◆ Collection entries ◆
>>>>>

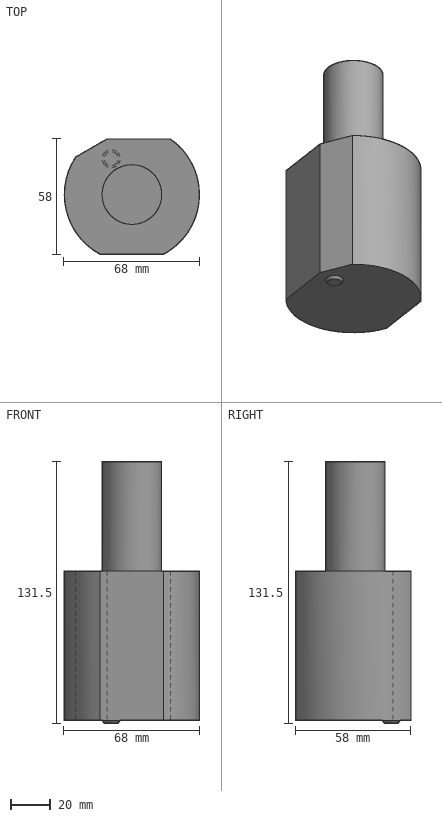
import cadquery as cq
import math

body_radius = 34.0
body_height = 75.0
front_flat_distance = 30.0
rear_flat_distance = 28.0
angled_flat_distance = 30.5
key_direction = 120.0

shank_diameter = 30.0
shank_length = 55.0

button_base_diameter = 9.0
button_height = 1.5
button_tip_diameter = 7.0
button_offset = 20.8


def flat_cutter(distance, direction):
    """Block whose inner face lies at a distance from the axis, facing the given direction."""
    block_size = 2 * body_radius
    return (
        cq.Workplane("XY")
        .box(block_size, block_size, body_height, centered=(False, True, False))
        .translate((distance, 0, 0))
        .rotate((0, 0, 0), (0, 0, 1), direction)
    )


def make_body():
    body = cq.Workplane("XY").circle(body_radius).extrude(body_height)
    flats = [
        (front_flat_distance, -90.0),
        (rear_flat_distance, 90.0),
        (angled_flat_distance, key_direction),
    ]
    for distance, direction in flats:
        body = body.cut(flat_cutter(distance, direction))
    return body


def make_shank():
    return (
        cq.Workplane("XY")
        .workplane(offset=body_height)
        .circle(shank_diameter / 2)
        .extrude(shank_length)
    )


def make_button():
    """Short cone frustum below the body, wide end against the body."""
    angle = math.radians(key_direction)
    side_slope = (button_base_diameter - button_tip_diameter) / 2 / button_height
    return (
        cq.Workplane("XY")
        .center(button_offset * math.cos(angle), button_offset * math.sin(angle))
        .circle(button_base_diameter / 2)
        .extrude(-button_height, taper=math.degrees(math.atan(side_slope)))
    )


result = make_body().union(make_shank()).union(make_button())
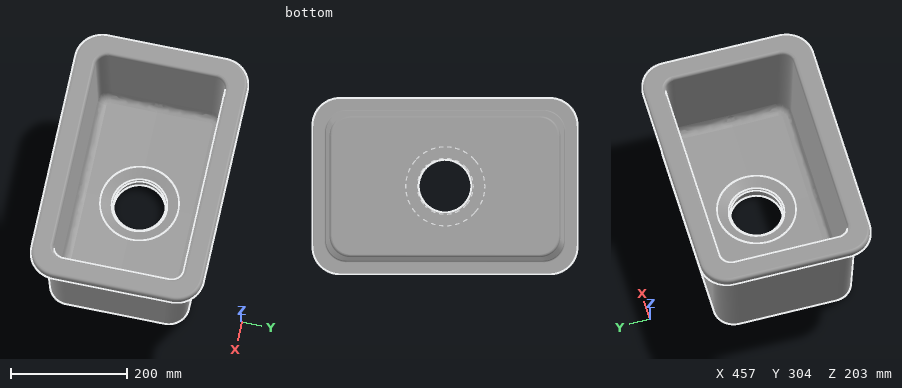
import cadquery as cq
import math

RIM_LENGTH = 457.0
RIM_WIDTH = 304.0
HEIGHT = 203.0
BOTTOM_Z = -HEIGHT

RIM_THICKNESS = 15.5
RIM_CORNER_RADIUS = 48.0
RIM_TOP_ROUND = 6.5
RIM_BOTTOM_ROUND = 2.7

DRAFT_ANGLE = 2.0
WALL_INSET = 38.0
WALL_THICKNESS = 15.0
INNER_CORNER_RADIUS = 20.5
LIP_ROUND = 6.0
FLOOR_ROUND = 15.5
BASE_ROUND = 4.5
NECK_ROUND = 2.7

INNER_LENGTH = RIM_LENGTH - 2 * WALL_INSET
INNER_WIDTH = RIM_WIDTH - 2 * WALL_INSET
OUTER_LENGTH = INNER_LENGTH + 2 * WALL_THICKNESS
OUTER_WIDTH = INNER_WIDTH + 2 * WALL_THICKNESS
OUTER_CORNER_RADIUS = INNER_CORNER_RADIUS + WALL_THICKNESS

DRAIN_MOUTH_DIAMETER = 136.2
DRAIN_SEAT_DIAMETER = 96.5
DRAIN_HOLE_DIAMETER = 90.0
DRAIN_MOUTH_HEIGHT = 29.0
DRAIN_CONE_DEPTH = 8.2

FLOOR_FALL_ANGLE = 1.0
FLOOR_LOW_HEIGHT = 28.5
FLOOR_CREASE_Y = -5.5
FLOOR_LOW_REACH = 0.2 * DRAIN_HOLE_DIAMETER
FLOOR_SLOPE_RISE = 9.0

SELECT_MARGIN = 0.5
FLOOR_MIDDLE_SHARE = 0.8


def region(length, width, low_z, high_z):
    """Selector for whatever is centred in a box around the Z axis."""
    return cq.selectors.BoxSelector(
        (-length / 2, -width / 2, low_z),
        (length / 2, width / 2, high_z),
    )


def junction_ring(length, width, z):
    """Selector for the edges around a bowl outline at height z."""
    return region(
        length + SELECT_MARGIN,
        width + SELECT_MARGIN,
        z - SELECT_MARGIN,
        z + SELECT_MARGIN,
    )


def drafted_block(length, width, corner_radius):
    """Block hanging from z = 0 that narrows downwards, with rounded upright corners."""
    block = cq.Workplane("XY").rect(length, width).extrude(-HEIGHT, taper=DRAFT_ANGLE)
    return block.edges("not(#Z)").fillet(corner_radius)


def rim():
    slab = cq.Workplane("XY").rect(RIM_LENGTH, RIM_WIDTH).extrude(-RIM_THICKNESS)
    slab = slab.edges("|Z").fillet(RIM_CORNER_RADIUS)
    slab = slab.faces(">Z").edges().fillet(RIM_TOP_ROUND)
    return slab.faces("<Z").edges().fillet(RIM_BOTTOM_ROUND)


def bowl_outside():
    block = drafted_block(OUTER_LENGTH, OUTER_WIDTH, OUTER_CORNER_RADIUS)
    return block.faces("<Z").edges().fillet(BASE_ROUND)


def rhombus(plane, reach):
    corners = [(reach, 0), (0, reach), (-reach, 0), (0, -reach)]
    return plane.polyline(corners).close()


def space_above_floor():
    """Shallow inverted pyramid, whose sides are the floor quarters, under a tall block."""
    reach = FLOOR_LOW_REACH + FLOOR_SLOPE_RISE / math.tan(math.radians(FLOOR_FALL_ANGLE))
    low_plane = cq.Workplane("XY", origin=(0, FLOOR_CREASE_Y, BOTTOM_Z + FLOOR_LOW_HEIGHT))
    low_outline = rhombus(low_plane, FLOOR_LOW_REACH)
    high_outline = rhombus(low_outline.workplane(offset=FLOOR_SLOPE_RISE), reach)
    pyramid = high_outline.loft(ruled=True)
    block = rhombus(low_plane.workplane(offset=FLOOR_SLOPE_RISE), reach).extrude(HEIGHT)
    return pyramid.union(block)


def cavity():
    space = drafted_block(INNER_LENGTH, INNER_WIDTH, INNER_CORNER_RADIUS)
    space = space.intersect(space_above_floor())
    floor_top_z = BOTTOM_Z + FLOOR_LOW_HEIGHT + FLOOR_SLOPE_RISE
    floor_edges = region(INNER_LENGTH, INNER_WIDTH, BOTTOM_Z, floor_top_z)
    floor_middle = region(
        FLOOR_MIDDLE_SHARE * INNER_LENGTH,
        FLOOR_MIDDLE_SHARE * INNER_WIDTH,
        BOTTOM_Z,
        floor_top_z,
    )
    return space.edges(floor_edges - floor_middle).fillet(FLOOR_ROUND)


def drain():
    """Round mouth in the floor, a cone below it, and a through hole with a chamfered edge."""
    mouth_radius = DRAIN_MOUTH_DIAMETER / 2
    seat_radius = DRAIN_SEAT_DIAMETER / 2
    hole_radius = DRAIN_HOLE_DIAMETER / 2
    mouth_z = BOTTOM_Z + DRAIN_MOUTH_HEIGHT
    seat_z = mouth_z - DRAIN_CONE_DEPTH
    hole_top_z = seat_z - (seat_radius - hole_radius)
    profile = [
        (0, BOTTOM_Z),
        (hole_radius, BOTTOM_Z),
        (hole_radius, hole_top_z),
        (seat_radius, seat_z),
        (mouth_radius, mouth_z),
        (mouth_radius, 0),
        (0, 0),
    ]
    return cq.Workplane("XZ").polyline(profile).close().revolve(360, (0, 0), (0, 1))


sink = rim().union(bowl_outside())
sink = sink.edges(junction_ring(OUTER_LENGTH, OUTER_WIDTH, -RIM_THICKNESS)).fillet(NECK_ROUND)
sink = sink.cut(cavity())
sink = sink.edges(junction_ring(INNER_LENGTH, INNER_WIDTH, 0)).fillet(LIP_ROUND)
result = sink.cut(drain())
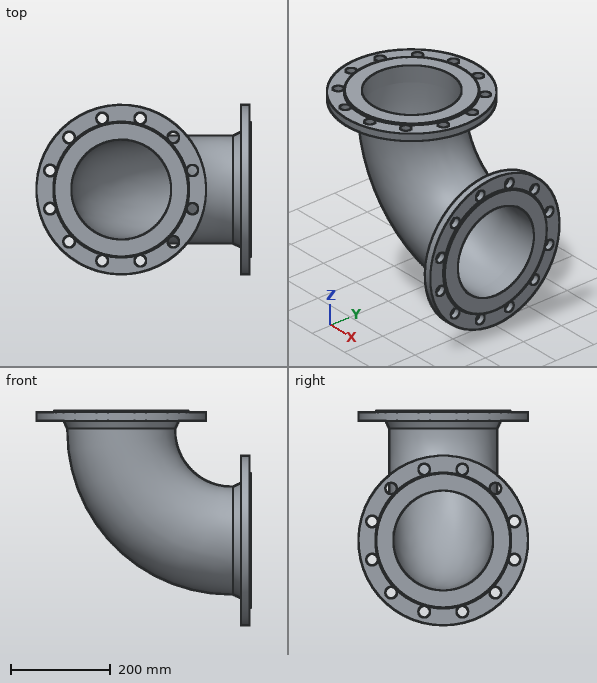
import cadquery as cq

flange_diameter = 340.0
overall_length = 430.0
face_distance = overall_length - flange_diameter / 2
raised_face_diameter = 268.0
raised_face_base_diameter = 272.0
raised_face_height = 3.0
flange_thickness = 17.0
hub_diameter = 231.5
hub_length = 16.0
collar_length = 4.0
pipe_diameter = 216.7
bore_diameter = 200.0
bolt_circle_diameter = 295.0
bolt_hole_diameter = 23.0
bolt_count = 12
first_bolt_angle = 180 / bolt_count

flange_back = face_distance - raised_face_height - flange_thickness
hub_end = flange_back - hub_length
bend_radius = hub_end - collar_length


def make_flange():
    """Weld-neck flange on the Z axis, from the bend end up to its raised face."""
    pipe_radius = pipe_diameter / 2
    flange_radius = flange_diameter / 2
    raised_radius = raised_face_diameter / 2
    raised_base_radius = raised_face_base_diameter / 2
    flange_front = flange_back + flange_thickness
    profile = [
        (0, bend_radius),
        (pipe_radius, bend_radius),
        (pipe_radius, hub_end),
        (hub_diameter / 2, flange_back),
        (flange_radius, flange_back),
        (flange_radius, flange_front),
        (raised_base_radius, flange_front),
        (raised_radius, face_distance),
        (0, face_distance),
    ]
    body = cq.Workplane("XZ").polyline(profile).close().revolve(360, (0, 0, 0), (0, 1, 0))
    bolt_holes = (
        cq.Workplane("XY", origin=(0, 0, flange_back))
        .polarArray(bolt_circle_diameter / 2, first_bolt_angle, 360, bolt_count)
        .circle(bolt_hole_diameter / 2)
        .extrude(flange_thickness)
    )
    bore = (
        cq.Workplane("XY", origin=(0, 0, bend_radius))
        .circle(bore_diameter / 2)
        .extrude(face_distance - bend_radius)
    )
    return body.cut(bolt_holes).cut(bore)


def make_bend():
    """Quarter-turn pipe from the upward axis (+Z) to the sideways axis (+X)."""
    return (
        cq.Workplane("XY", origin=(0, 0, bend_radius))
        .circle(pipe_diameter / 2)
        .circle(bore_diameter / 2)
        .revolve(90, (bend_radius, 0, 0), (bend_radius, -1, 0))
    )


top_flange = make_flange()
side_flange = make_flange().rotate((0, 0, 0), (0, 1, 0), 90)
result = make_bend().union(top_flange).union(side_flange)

<<<<<

◆ Action item ◆
Look through the entries. Copy out each line with "faces" in it.

◆ Finished task ◆
    slab = slab.faces(">Z").edges().fillet(RIM_TOP_ROUND)
    return slab.faces("<Z").edges().fillet(RIM_BOTTOM_ROUND)
    return block.faces("<Z").edges().fillet(BASE_ROUND)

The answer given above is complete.